And you're dealing with different properties. Sure, there is some overlap - username, mail, firstname, lastname. But only a UserBeingCreated needs validation errors or a clear text password. Other things - like groups, roles and other domain properties only make sense after the user is properly registered.

Chris_Newton 10/25/2024||

I’ve had this debate a few times too. Personally I am in the camp that says you’re talking about two interfaces — your external UI or API, and your internal database schema — so even though you’ll often have a lot of overlap between types representing analogous entities in those two interfaces, they aren’t really the same concept and coding as if they will or should always have identical representations is a trap. I would almost always prefer to define distinct types and explicit conversion between them, even though it’s somewhat more verbose, and the password hashing here is a good example of why.

I wrote a more about this in a Reddit post a while back if anyone’s interested: https://www.reddit.com/r/Python/comments/16w97i6/flask_300_r...

jcparkyn 10/25/2024||

Agreed, and then there's the time of check/time of use issue with creating a user. Probably not a vulnerability if userService is designed well, but still a bit dubious.

Chris_Newton 10/25/2024||

You’re right, that’s potentially a correctness issue as well. Ideally we’d have a creation interface that would also perform the pre-existence check atomically, so there would be no need for the separate check in advance and the potential race condition would not exist. This does depend on the user service providing a convenient interface like that, though, and alas we aren’t always that lucky.

cjfd 10/23/2024||

Typescript looks much, much better than what he ends up with. The typescript is more or less the same thing but with comment tokens removed. How is just removing the comment tokens not an obvious improvement in readability?

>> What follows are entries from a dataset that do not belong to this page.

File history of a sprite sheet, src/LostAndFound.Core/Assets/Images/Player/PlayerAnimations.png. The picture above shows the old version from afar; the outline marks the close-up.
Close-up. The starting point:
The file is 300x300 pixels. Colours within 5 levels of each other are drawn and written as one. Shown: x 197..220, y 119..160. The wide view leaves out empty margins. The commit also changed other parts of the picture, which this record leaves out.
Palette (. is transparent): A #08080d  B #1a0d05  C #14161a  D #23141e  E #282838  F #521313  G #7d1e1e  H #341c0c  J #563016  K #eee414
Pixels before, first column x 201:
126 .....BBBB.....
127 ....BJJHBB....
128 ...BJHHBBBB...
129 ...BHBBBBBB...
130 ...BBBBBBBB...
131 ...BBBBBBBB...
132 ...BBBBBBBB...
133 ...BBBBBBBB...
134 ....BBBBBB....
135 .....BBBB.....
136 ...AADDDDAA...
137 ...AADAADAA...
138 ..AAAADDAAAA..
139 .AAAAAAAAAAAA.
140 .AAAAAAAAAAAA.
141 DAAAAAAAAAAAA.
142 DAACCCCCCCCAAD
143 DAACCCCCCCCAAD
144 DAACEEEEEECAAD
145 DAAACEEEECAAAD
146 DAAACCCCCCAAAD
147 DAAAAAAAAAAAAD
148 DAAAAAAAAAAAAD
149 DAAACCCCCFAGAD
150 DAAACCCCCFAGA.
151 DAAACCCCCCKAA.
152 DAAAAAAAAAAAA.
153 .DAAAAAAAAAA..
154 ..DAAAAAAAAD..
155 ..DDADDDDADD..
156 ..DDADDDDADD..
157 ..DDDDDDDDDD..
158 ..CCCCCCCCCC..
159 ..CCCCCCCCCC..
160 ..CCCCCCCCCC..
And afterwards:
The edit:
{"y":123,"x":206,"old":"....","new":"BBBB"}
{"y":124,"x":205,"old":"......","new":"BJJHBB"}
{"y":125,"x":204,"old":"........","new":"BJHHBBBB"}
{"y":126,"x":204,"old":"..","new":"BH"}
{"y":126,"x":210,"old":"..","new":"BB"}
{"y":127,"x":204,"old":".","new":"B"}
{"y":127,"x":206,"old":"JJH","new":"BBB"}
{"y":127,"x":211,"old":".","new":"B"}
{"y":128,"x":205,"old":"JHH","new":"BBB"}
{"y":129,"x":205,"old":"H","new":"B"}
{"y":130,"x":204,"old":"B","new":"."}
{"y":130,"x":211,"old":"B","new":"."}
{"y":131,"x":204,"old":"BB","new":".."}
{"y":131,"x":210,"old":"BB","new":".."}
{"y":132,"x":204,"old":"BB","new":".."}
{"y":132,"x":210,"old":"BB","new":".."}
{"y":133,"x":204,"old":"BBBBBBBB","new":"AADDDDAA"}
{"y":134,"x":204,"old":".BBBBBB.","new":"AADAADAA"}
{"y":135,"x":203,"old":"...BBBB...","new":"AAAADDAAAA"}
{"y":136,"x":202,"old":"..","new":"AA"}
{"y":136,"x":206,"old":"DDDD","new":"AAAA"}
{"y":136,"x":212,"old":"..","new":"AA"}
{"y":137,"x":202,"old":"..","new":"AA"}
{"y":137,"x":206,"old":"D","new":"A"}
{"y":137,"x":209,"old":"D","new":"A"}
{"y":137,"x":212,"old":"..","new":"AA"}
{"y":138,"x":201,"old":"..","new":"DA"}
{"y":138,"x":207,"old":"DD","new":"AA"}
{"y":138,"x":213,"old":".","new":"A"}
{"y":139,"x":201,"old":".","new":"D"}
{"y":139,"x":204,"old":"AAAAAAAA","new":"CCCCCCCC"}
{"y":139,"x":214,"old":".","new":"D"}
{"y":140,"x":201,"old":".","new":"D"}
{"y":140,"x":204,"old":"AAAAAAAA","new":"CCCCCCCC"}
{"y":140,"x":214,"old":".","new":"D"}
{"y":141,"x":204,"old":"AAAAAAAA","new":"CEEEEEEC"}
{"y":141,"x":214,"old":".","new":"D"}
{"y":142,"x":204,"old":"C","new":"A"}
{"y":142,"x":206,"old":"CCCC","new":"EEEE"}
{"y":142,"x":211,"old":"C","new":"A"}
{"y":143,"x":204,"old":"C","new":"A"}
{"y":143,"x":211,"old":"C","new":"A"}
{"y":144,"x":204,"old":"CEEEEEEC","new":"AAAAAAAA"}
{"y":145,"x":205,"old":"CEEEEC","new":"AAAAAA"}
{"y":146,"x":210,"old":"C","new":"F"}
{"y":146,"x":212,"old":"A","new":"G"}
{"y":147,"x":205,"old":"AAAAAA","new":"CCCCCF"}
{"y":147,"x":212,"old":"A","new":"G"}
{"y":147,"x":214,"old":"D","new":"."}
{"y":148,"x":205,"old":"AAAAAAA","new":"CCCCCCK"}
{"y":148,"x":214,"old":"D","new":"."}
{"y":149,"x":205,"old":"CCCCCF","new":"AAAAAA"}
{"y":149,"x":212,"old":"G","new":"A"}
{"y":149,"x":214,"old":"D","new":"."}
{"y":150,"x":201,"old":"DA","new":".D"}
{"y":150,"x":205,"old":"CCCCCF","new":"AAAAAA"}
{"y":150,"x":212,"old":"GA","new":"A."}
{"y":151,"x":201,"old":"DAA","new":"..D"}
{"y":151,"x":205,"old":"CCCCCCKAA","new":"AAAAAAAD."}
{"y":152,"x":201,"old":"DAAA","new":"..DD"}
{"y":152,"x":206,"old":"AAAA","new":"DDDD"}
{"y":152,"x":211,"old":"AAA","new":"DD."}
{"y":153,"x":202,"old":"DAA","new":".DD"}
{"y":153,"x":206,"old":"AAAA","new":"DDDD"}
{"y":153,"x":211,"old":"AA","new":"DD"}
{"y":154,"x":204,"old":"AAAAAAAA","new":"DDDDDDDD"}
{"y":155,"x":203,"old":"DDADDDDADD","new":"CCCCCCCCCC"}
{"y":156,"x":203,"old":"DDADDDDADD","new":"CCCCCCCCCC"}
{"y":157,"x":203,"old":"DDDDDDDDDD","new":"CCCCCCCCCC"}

Honestly, I think all of jsdoc, pydoc, javadoc, doxygen is stuff that most code should not use. The only code that should use these is code for libraries and for functions that are used by hundreds or thousands of other people. And then we also need to notice that these docs in comments are not sufficient for documentation either. When a function is not used by hundreds or thousands of people, just write a conventional comment or perhaps not write a comment at all if the function is quite straightforward. Documentation that explains the big picture is much more important but that is actually somewhat hard to write compared to sprinkling jsdoc, pydoc, javadoc or doxygen worthless shit all over the place.

joecarrot 10/23/2024||

If one of my developers used "||" that way I would definitely throw some side eye

JellyBeanThief 10/23/2024||

I was thinking exactly the same. You can write

    if (cond) { cons }

on one line and get more readable code admittedly a few chars longer.

65 10/23/2024|||

Don't even need the curly braces. I do

    if (cond) doSomething();

all the time.

gnarlouse 10/23/2024||

if (heathen) dontUseCurlies();

Groxx 10/23/2024||

    if (dontUseCurlies):
      goto fail
      goto fail

gnarlouse 10/23/2024||

go to jail

alilleybrinker 10/23/2024|||

Code patterns are social! What is strange to one is normal to another.

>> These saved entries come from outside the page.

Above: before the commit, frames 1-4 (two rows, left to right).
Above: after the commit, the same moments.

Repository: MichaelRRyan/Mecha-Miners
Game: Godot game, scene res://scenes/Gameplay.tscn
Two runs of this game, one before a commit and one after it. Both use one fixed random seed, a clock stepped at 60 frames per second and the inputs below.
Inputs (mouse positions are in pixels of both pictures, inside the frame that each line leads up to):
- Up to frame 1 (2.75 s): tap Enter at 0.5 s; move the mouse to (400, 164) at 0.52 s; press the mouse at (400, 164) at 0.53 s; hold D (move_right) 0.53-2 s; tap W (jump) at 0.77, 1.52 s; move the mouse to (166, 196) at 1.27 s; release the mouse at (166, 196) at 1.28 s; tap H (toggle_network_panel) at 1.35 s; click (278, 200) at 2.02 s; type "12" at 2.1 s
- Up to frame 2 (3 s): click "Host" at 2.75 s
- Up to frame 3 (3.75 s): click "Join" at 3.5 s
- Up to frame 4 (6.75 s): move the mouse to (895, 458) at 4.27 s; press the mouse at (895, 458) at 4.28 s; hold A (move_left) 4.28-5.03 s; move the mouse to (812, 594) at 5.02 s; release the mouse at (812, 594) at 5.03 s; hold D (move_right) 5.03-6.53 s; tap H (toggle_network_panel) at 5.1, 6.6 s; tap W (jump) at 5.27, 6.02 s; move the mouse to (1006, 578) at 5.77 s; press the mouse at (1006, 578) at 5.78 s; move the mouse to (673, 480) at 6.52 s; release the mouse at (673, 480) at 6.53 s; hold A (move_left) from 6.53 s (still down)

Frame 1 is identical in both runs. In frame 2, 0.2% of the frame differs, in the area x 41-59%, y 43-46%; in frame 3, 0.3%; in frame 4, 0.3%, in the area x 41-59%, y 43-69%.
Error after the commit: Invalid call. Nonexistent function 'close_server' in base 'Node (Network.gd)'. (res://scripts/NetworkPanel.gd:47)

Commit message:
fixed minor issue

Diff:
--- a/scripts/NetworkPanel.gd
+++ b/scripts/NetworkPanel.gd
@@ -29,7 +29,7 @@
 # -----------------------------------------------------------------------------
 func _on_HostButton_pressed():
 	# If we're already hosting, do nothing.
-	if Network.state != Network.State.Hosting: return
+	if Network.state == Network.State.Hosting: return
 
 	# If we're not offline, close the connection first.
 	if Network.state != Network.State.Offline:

The kind of pattern used here with the `||` might seem weird to some JavaScript developers, but it's pretty normal in shell scripts, and it's pretty normal in Ruby with `unless`!

mmastrac 10/23/2024|||

`||` is conventional in bash, but definitely not in JS. `x || value` is closer to conventional JS, but using it for control flow is certainly not common and a stylistic choice, for sure.

shiroiushi 10/25/2024|||

>The kind of pattern used here with the `||` might seem weird to some JavaScript developers, but it's pretty normal in shell scripts

Shell scripts are NOT known for being easy to read. They're full of obscure and sometimes frankly bizarre, arcane syntax that newcomers would have no idea about. Quick, what does "$#" mean? An experienced bash programmer would know, but no one else would. Shell scripts were never meant to be easy to read; they're just an extension of the shell syntax, and of course vary a lot from shell to shell (e.g. bash vs zsh vs ksh etc.).

MetaWhirledPeas 10/23/2024|||

I must be their target audience because as soon as they used the example with || it all started making sense.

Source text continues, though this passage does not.